Important tips from our gurus:

• If your chassis is small, remember to orientate the transformer gap to face AWAY from the tube or sensitive circuit to prevent magnetic coupling. This applies to all the cores that have gaps, like EI core, C-core, double C-core, R-core and such.

One of the basic setup is to measure the amplifier output waveforms using oscilloscope. Here is the setup:

• Function generator (or sound card that can output signals)-> DUT (amplifier)-> 8 Ohm load (or actual speaker) -> oscilloscope

The function generator will generate sine / square / triangle waves to be sent to the DUT for amplification, before being monitored on the oscilloscope display. One can measure the load to observe the gain, frequency response, signal integrity and noise of the amplifier as a function of time using this method. 

User can view the response of the amplifier or transformer from 20 Hz to 20 kHz or more if the oscilloscope is capable of higher bandwidth. Usually we would need the scope bandwidth to be at least 5x the intended to be measured frequency. Let’s say we want to measure up to 100 kHz. We will need the oscilloscope to have at least 500 kHz bandwidth. This should not be a problem with modern oscilloscopes. I’m using a 60MHz 1G/s Tektronixs oscilloscope that is more than enough for this purpose! 

If the oscilloscope has more advance mathematics function, it can even cover the functions of a spectrum analyzer like the FFT (Fast Fourier Transformer).  

Some low end manufacturers only provide the test results based on 1 kHz at 1W output. This really does not show how good the gear is performing. We would want to measure the gear from frequency of 20 Hz to 20 kHz, the full audio spectrum, or more. On top of that, we would want to measure it at rated output, say 3.5W for a 2A3, or 8W for a 300B amplifier. 

1W corresponds to 2.83V on an 8 Ohm load using sine waves. 

• P = V-square / R
• 1W = square(2.83V) / 8 Ohm
• 3.5W = square(5.3V) / 8 Ohm
• 8W = square(8V) / 8 Ohm
• And so forth.

So, now you know what to demand for when you look at the measurement data. Showing you measurement results of just 1 kHz at 1W is not sufficient and it does not reflect the real usage scenario. Ask for more! 

Square / triangle waves will be calculated differently and we shall not cover here in depth.

Apart from observing uniform waveforms, one will have to look for ringing, overshoot and undershoot, as that shows whether the amplifier is having issues on the frequency responses, as well as oscillation problems. 
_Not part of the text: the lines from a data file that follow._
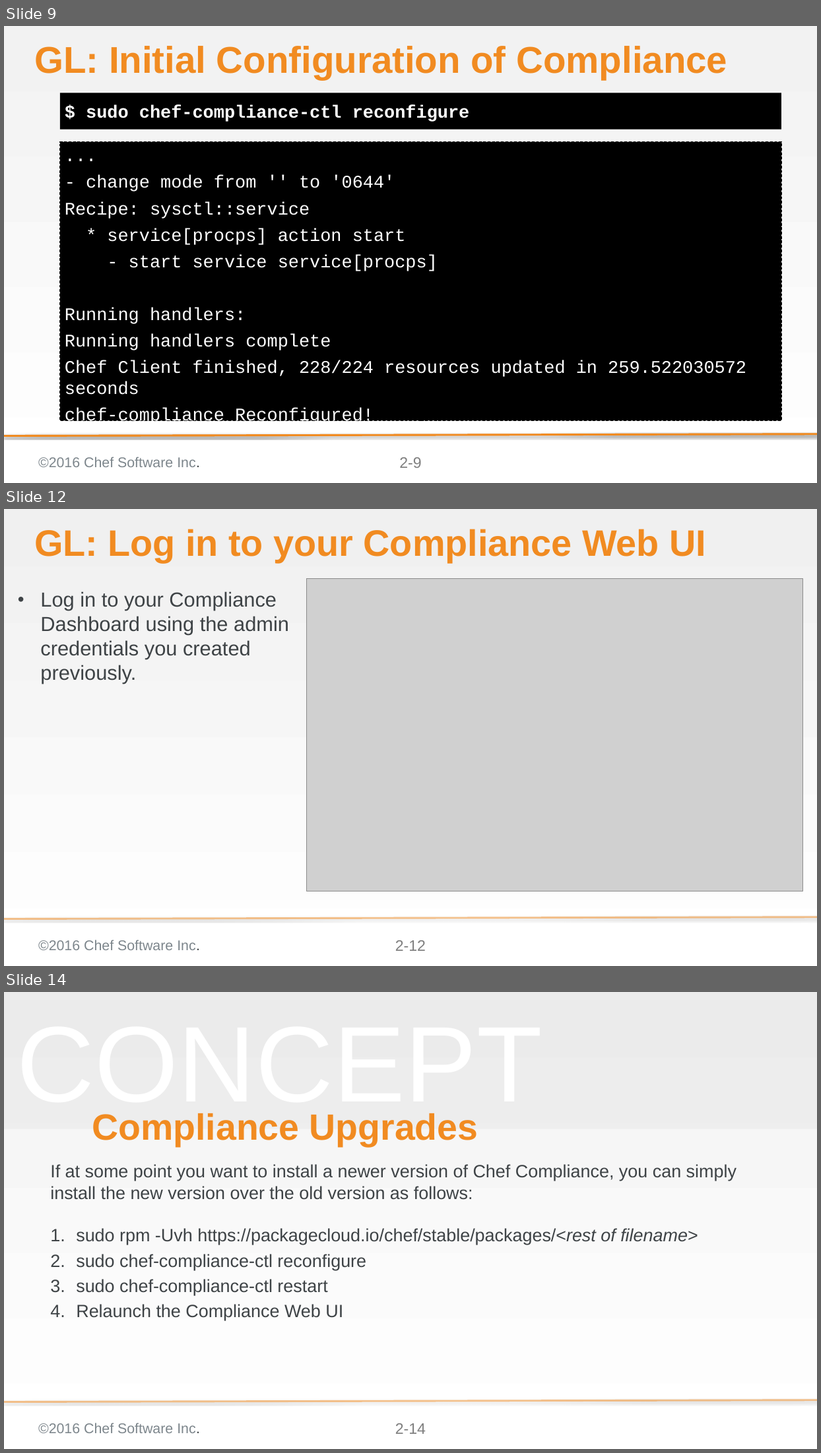
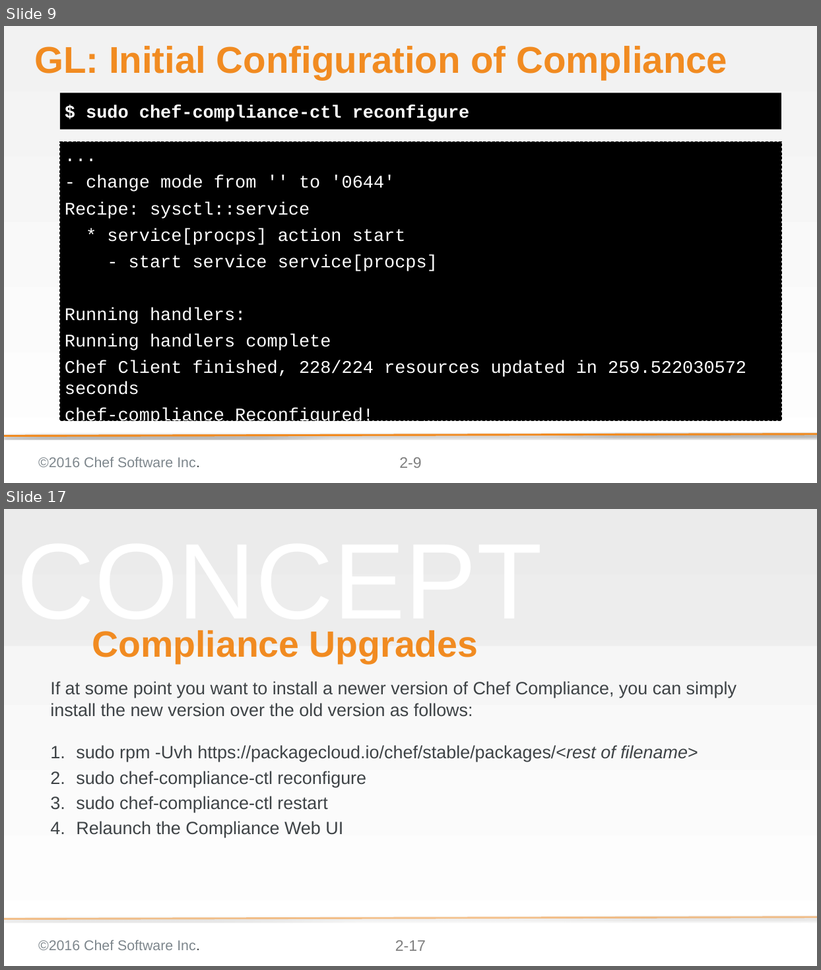
Before and after one commit to bchamby/chef-compliance-installation-configuration-operation, a slide deck: 02-Install.pptx. Shown one above the other, each under a label of ours: slides 9, 12 and 14 before the commit, slides 9 and 17 after it; the slides between them are not shown. The pictures are 821x1453 and 821x970 pixels, drawn with LibreOffice and Linux fonts; fonts in the diff are those of the drawing; grey boxes stand for pictures; background and template pictures are left out. Boxes give left, top, right and bottom in pixels: in the first picture for what was removed or moved away, otherwise in the second. Text is boxed around its words. In the diff, an @@ line names an element or a change of style, - is before the commit and + after.

Commit message:
redid the Configure the Compliance Server slides from s2-10 to the end.

```diff
--- a/02-Install.pptx
+++ b/02-Install.pptx
@@ slide 12 removed at (x1=4, y1=509, x2=817, y2=966), background gradient #F0F0F0 to #FFFFFF; not listed: 3 template elements that a slide beside it also shows @@
@@ title removed at (x1=34, y1=529, x2=706, y2=562) @@
-GL: Log in to your Compliance Web UI
@@ picture removed at (x1=307, y1=578, x2=803, y2=891) @@
@@ text removed at (x1=40, y1=591, x2=289, y2=684) @@
-• Log in to your Compliance Dashboard using the admin credentials you created previously.
@@ what was slide 14 is now slide 17 @@
@@ page number at (x1=395, y1=941, x2=426, y2=951): text changed @@
-2-14
+2-17
```
Also in this commit, not shown: 2 slides changed, 5 slides added, 1 other slide removed.

For those technical savvy users, we would like to measure the amplifier with an oscilloscope to see whether the amplifier is really performing up to specifications or not. There are times where we can’t even see a proper square waveform on the scope at both frequency extremes (~20 Hz or ~20 kHz). Some can’t even make it to 100 Hz or 15 kHz! No joke! 

The reason why is that square waves consists of many different frequencies of sine waves combined together, where some of the frequencies need to be very high or low to properly form the square wave. The frequency response of the amplifier actually needs to exceed the 20 Hz to 20 kHz specifications to generate a nice square wave. Therefore, we always like to design the output transformer to exceed the audible audio frequency spectrum to faithfully reproduce all the signals in the music we listen to.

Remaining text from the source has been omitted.